The ordinance of the city is clear. When there is a dispute as to the validity or the amount of the assessment, then the treasurer is authorized to accept payments under protest and issue refunds in case there is a reduction in the tax. The ordinance also provided for the assessing of interest from the due date of the tax. At all times plaintiff was aware of these provisions, and his failure to follow them necessarily results *188in any penalty which is provided for. Plaintiff knew the consequences of his failure to pay under the ordinance and he must suffer any loss thereby. In line with this reasoning, the further argument is presented that, by not imposing interest, a taxpayer could grasp at the delay incident to litigation as a means of postponing his day or contribution to the public burden and thereby depriving the city of much needed funds. See Commonwealth ex rel. Reno et al. v. Pennsylvania Co., etc., 339 Pa. 513 (1940).

We recognize that the ideal situation would be a provision in the refund statute providing that all refunds be made with interest so that when one paid any amount in excess of the correct amount as may subsequently be determined, then they would recover interest on the use of their money for the period it was held by the treasurer. However, this is not a problem for the courts but one for the legislature and city councils. Plaintiff’s remedy lies there. See Commonwealth v. Perkins, 342 Pa. 529.

As to whether a penalty can be exacted, we are in complete agreement that none can. By the very nature and definition of a penalty, plaintiff does not fall within its intended meaning. The reason that a penalty is imposed is to compel taxpayers to pay their taxes promptly and to punish taxpayers for frauds, evasions, and neglect of duty: 61 C. J. 1484, §2109. Also see Cooley, Taxation, sec. 1273.

A penalty is exacted because of a refusal or a negligent or willful failure to pay the tax on time. A penalty is punishment for nonpayment. Under the facts in our present case, plaintiff did not refuse or neglect to pay its tax. They diligently attacked' the assessment and were successful. There appears to be no reason why they should be penalized for what was a correct view of the situation.

*189As the court, in Ferguson v. Pittsburgh, 159 Pa. 435 (1894), said:

“We think this indiscriminate imposition of the penalty contended for, upon the wilfully delinquent and also upon the one who honestly exercises his lawful right of appeal from the unconscionable assessment, calls for amendment.” See also 159 Pa. 583 (1894).

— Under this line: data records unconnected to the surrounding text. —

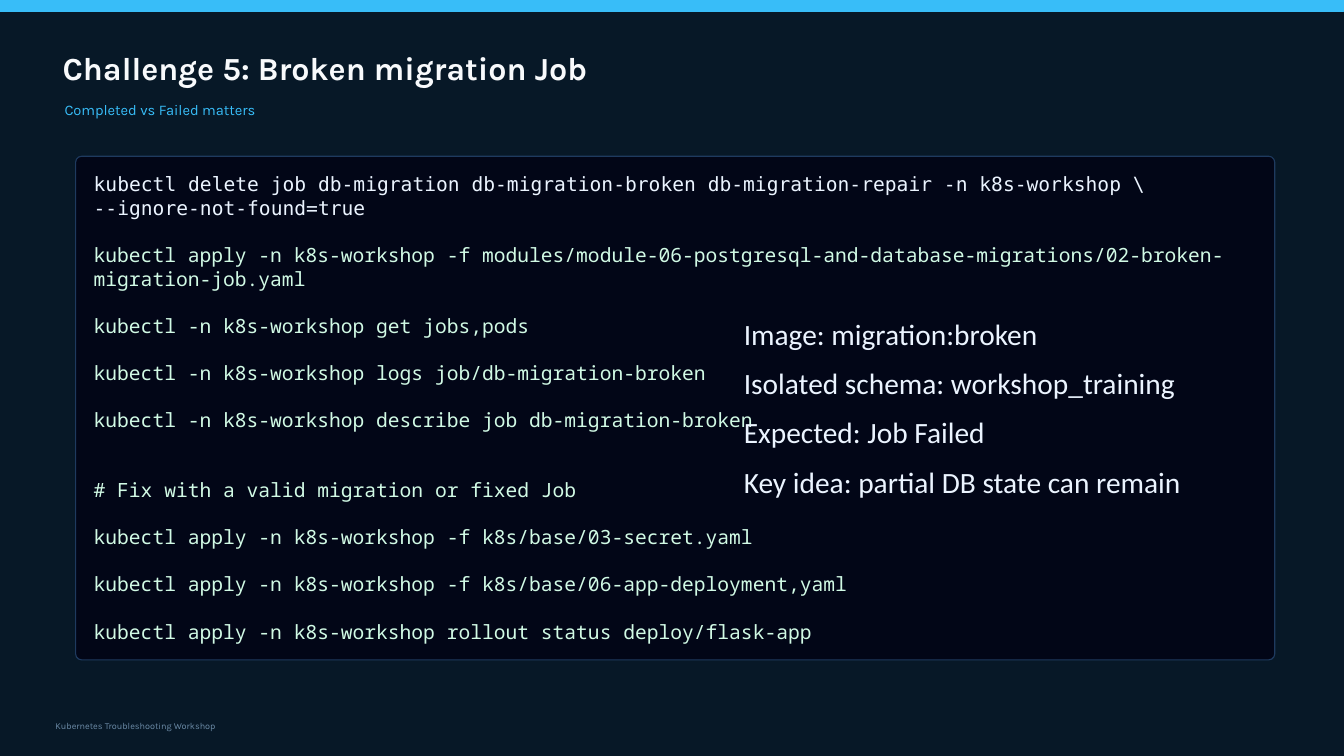
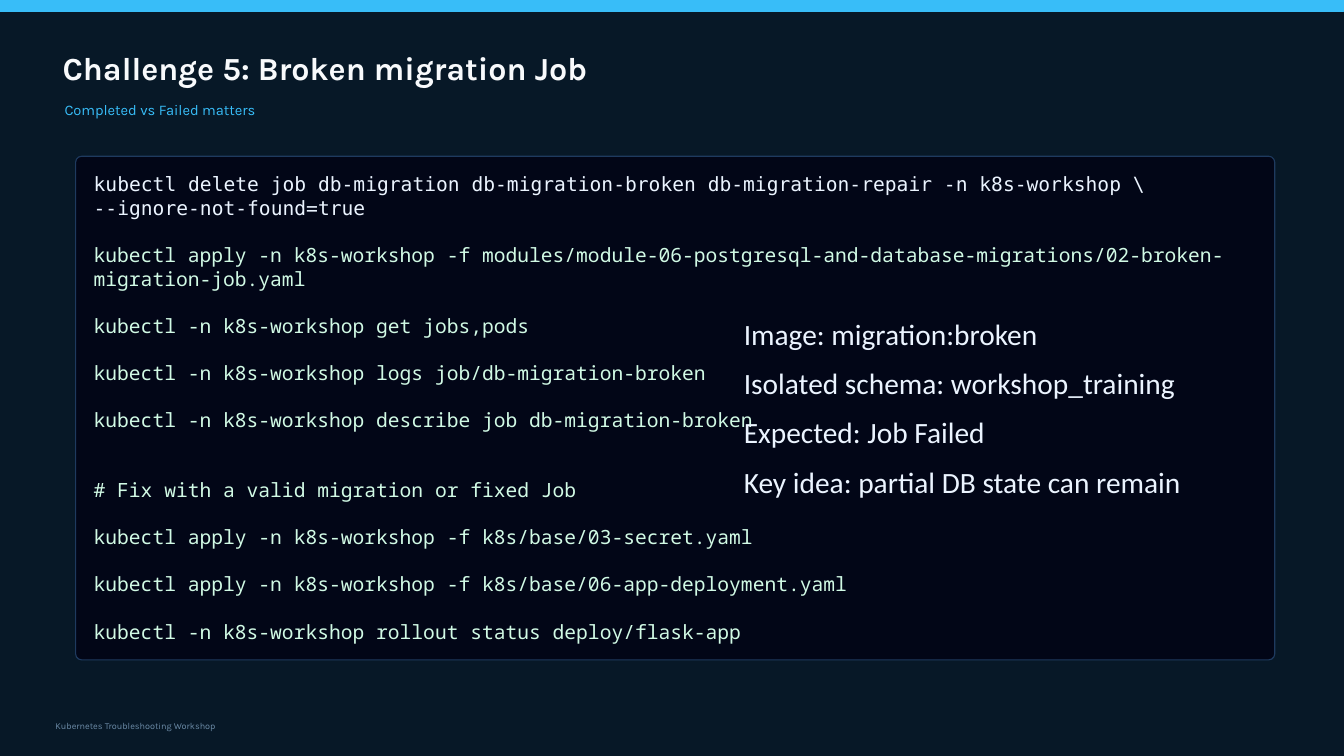
Before and after one commit to slaneslane/k8s-workshop-2, a slide deck: slide 70 of presentations/K8s_Troubleshooting_Workshop_FULL.pptx. Drawn at 1344x756 pixels with LibreOffice and Linux fonts; fonts in the diff are those of the drawing. Boxes give left, top, right and bottom in pixels: in the first picture for what was removed or moved away, otherwise in the second. Text is boxed around its words. In the diff, an @@ line names an element or a change of style, - is before the commit and + after.

```diff
--- a/presentations/K8s_Troubleshooting_Workshop_FULL.pptx
+++ b/presentations/K8s_Troubleshooting_Workshop_FULL.pptx
@@ text at [94,576,847,644]: text changed @@
-kubectl apply -n k8s-workshop -f k8s/base/06-app-deployment,yaml
-kubectl apply -n k8s-workshop rollout status deploy/flask-app
+kubectl apply -n k8s-workshop -f k8s/base/06-app-deployment.yaml
+kubectl -n k8s-workshop rollout status deploy/flask-app
```
Also in this commit, not shown: 1 slide added, 1 other file.

To further substantiate this point, it appears that the imposition of penalties on the amount found to be due would nullify any gain made in appealing an assessment. With the time consumed in litigation in our present court system, ranging from six months to three years, a penalty of one percent per month, as provided in this case, would mount up so as to nullify any savings made by the taxpayer. In Phipps et al., Trustees, v. Kirk, Treasurer, 333 Pa. 478 (1939), the court said:

“Any other conclusion would be an absurdity and would make an appeal by such taxpayers a vain and useless thing.”

In Integrity Trust Company v. Fell et al., 17 D. & C. 97 (1932), the court said:

“If the property owner tenders promptly upon the determination of the appeal the amount properly owing by him, the penalty for nonpayment of the tax at the time it was due cannot be exacted by the city.”

In view of the Pennsylvania authority on the subject and with a reasonable view in mind of the purpose of exacting a penalty, it is the conclusion of this court that plaintiff is not liable for a penalty on the amount of the tax which was due.

Therefore, the decision in this case is that plaintiff is liable for the amount of the tax as stipulated, plus interest from the due date of the tax until the time tender was made but that no penalty shall be assessed plaintiff for that period of time.

*190 Order of Court

And now, to wit, April 8,1953, it is hereby ordered, adjudged and decreed that plaintiff, H. J. Heinz Company, is liable to the City of Pittsburgh for interest from March 15,1950, to July 21,1952, on the amount of money owed by plaintiff to the city by reason of the city mercantile tax.

It is further ordered that defendant, City of Pittsburgh, be enjoined from collecting any penalty which may have been assessed by reason of this tax.